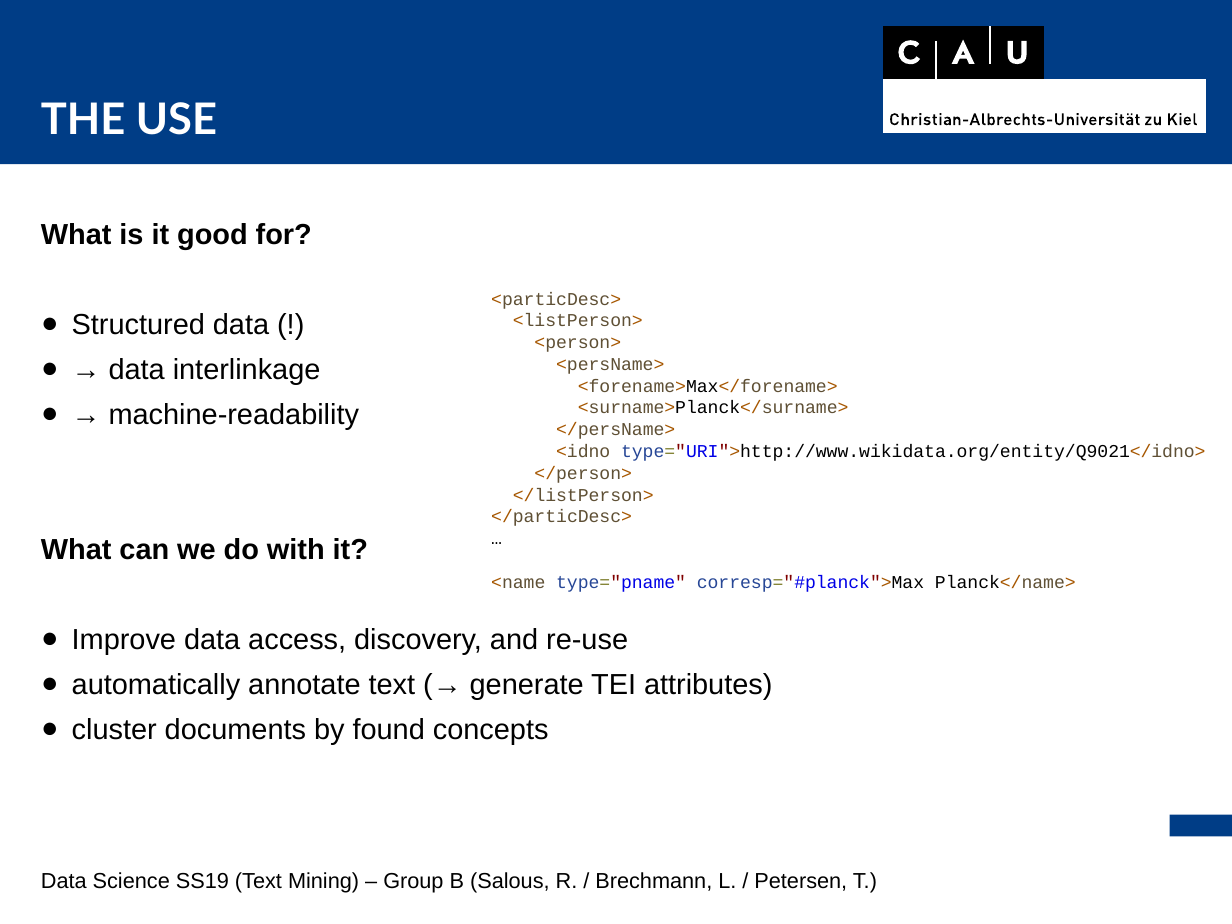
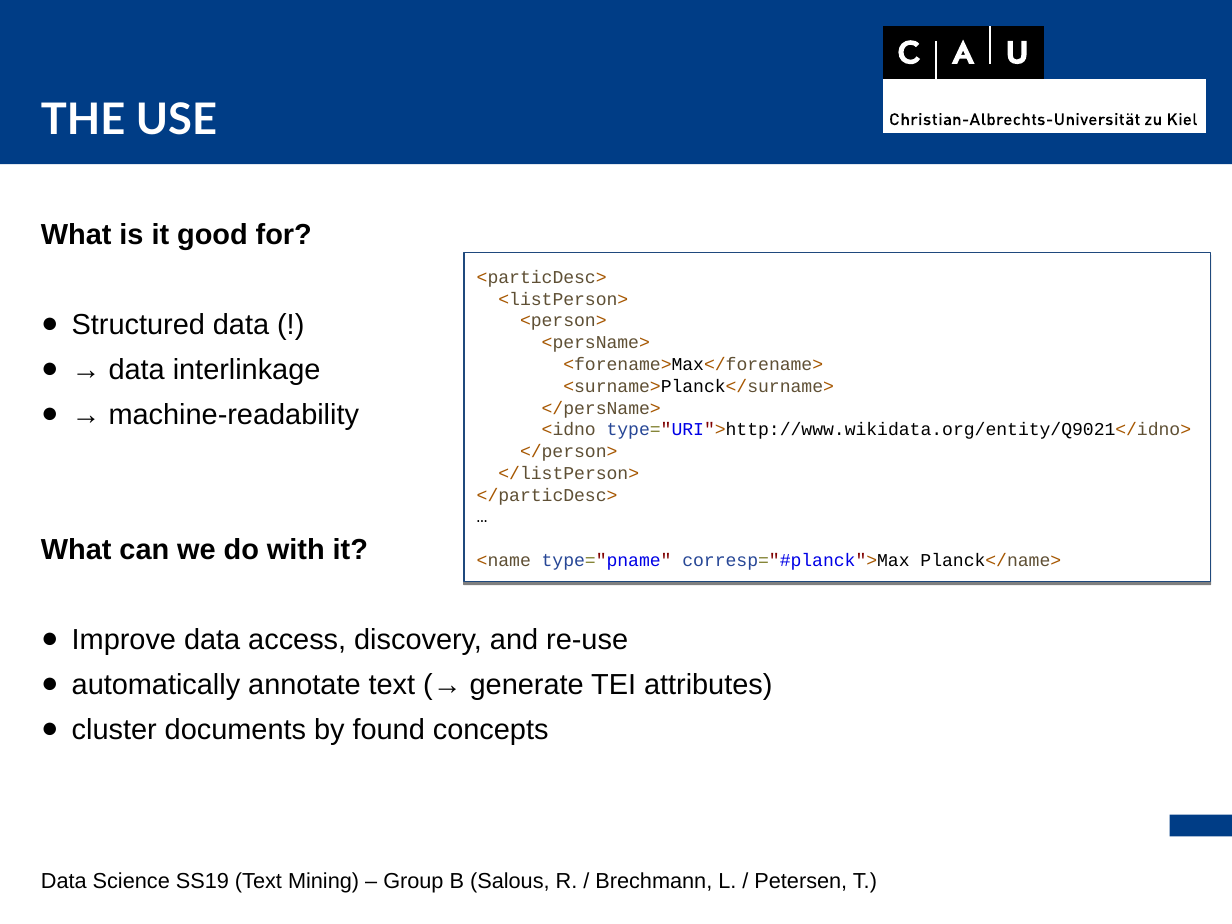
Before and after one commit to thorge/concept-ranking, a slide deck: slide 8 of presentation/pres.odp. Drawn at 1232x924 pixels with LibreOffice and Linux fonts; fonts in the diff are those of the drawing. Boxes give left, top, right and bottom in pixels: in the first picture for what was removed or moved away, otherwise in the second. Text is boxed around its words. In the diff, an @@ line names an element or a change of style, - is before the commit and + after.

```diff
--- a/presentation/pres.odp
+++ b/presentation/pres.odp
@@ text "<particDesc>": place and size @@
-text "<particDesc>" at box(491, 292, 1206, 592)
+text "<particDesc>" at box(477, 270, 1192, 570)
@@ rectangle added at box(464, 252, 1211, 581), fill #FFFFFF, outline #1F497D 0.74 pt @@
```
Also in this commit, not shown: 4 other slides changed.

* * *

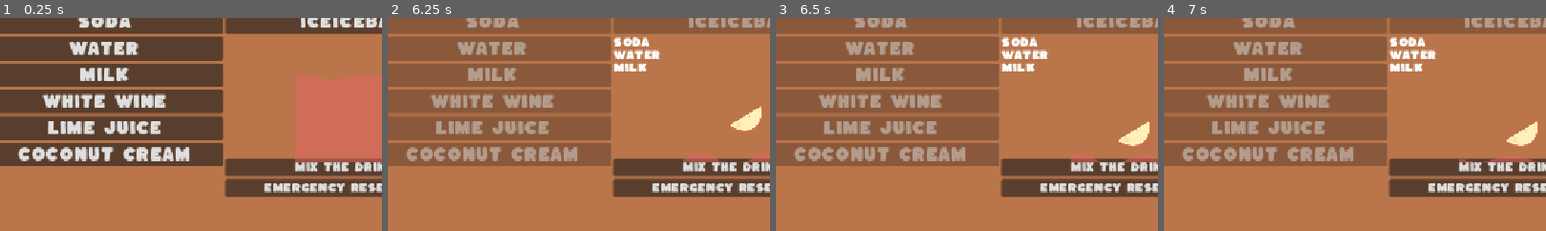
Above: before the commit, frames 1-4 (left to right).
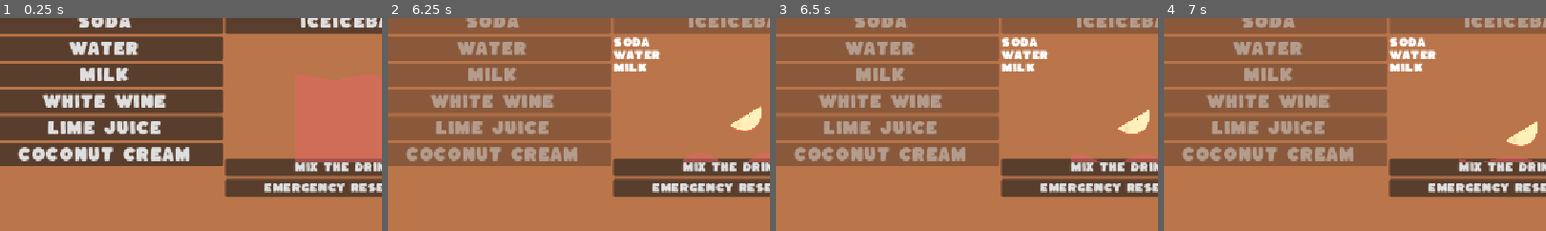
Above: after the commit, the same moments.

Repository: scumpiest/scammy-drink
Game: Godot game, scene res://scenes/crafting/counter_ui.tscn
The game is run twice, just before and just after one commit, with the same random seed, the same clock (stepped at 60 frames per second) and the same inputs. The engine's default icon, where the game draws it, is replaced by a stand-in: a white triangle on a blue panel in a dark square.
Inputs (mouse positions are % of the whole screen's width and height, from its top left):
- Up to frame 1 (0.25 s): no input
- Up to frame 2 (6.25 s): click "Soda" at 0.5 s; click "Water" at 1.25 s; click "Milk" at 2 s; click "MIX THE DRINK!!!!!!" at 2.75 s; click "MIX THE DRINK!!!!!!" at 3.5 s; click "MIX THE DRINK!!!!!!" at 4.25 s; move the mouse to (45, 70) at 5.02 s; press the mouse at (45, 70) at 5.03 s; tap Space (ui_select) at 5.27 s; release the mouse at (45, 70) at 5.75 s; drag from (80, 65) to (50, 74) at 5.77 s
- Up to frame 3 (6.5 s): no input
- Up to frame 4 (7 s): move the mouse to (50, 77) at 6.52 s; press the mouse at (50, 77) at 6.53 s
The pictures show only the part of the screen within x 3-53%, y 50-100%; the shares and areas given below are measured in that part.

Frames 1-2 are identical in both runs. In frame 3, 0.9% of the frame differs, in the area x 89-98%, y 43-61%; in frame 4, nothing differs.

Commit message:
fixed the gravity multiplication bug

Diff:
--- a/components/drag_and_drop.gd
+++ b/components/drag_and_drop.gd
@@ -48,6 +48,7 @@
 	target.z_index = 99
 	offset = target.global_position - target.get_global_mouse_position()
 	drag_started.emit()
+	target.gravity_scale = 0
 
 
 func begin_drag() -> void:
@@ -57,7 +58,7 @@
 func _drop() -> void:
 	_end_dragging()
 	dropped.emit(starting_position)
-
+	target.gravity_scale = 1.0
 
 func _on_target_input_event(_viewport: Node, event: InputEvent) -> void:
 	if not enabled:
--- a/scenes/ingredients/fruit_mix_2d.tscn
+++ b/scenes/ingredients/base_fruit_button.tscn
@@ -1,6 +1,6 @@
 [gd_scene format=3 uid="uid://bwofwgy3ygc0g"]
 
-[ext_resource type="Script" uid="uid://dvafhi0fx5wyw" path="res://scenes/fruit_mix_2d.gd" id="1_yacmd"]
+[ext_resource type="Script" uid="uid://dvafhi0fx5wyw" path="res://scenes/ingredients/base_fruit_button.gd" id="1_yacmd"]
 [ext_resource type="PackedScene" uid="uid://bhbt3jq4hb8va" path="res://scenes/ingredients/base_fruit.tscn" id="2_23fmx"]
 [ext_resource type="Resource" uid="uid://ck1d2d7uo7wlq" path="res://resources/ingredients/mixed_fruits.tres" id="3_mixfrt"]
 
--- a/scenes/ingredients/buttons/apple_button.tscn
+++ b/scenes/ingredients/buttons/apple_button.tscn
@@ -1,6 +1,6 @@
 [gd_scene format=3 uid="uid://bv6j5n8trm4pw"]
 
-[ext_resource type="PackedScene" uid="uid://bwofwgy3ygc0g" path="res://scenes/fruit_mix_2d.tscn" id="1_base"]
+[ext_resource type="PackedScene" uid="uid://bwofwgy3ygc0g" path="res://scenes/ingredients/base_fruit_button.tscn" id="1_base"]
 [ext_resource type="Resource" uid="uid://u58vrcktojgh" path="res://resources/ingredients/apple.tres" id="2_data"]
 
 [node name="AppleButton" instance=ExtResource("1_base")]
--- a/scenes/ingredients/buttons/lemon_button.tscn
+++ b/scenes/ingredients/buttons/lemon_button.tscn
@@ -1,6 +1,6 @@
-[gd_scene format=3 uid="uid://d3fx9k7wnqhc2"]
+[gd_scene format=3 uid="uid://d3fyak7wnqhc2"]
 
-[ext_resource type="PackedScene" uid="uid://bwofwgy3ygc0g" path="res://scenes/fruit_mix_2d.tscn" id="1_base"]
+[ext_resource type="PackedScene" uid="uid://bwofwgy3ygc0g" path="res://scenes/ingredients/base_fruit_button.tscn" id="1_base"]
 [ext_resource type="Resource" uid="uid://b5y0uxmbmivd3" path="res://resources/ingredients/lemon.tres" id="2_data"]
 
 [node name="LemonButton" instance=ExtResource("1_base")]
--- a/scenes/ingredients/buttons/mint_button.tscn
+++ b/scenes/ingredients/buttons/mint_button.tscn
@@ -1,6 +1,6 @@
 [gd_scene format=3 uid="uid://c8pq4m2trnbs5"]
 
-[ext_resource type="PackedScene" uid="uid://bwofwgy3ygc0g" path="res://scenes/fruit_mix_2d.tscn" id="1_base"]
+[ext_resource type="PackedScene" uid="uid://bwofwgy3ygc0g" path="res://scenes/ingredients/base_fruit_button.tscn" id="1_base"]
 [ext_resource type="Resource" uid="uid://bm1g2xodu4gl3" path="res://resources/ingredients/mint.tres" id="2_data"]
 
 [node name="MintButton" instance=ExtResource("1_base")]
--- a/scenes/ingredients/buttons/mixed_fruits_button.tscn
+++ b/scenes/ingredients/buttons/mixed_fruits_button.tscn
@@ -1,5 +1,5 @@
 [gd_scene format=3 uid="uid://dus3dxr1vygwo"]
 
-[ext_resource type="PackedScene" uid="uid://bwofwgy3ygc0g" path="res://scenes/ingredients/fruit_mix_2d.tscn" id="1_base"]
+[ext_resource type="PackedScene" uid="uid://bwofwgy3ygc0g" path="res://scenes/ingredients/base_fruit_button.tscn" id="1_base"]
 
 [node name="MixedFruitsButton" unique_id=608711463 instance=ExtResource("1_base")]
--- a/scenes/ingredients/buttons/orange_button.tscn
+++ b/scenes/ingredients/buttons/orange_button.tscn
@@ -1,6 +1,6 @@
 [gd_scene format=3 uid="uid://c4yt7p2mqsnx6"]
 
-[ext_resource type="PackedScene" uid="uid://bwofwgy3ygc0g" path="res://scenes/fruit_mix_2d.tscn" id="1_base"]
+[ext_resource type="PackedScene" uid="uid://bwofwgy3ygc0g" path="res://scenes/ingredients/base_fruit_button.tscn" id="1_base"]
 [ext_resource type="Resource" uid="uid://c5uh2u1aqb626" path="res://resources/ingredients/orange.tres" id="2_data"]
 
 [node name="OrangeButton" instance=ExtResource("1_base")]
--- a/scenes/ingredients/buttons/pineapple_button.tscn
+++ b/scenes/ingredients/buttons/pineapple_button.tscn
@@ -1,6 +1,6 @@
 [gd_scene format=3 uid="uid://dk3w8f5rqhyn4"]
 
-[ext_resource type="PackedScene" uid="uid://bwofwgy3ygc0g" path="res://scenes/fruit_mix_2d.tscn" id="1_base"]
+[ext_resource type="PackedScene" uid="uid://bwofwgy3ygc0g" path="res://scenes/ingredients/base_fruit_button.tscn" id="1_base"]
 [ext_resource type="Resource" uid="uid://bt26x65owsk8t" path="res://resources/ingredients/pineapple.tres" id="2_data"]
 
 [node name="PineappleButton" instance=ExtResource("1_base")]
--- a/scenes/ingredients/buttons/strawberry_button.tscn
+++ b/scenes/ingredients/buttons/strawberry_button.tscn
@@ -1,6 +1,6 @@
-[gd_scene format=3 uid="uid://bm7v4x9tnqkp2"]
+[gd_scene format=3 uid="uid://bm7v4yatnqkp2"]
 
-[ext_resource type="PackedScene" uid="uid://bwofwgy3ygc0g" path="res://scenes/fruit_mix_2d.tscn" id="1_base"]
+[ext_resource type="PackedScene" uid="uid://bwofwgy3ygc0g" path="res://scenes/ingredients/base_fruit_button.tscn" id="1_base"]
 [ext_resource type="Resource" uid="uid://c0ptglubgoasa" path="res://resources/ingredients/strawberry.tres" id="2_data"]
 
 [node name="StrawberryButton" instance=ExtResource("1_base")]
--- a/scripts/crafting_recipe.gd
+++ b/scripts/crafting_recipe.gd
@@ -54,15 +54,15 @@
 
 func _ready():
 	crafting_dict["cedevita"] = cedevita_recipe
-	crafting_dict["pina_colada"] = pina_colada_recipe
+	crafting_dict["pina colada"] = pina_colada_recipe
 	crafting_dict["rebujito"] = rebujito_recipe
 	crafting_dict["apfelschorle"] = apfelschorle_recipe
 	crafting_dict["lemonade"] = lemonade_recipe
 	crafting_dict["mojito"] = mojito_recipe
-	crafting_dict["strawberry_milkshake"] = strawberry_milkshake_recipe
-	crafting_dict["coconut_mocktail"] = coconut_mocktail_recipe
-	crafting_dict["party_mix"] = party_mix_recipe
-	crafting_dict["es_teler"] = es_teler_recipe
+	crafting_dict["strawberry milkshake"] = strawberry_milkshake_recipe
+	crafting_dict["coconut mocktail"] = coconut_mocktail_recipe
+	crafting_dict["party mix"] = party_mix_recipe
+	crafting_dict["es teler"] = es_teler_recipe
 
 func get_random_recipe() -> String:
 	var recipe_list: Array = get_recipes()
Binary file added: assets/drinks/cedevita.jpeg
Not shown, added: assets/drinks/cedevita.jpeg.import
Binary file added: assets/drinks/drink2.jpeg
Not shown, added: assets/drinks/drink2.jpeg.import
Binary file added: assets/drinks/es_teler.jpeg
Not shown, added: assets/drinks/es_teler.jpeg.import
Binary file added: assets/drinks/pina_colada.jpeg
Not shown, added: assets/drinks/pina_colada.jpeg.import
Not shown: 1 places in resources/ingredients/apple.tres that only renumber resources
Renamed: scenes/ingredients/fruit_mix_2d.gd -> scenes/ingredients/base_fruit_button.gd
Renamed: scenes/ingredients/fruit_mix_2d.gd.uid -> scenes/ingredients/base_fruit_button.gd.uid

---

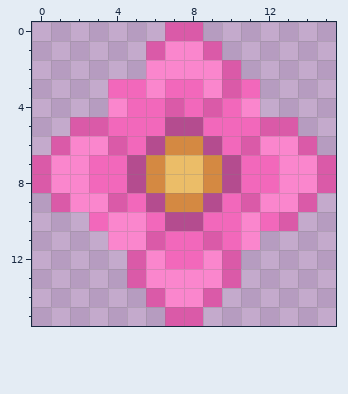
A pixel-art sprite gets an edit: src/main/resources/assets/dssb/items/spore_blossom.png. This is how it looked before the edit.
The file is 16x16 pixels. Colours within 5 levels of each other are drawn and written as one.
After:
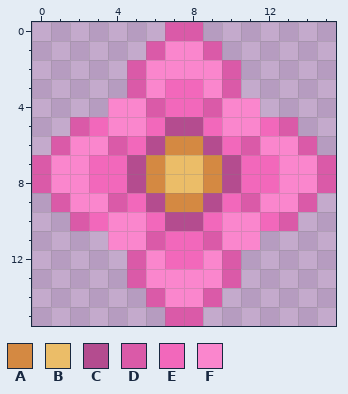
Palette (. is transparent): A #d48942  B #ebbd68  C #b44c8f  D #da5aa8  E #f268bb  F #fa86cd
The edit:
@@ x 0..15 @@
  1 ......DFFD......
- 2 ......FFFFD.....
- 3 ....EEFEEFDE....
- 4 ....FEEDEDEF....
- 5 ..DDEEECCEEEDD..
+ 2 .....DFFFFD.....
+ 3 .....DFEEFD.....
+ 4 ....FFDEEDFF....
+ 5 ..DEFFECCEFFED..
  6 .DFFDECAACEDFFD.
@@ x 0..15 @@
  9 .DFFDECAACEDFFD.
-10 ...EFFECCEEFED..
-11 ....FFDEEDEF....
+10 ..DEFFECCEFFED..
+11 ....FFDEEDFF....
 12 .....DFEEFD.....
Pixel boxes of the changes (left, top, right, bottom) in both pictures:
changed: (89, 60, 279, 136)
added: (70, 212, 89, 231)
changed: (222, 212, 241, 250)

• **WHAT THE TASK REQUIRES**:
Count the lines in the entries above that include the string "components", then give only that figure.

• **OUTPUT OF THE TASK**:
2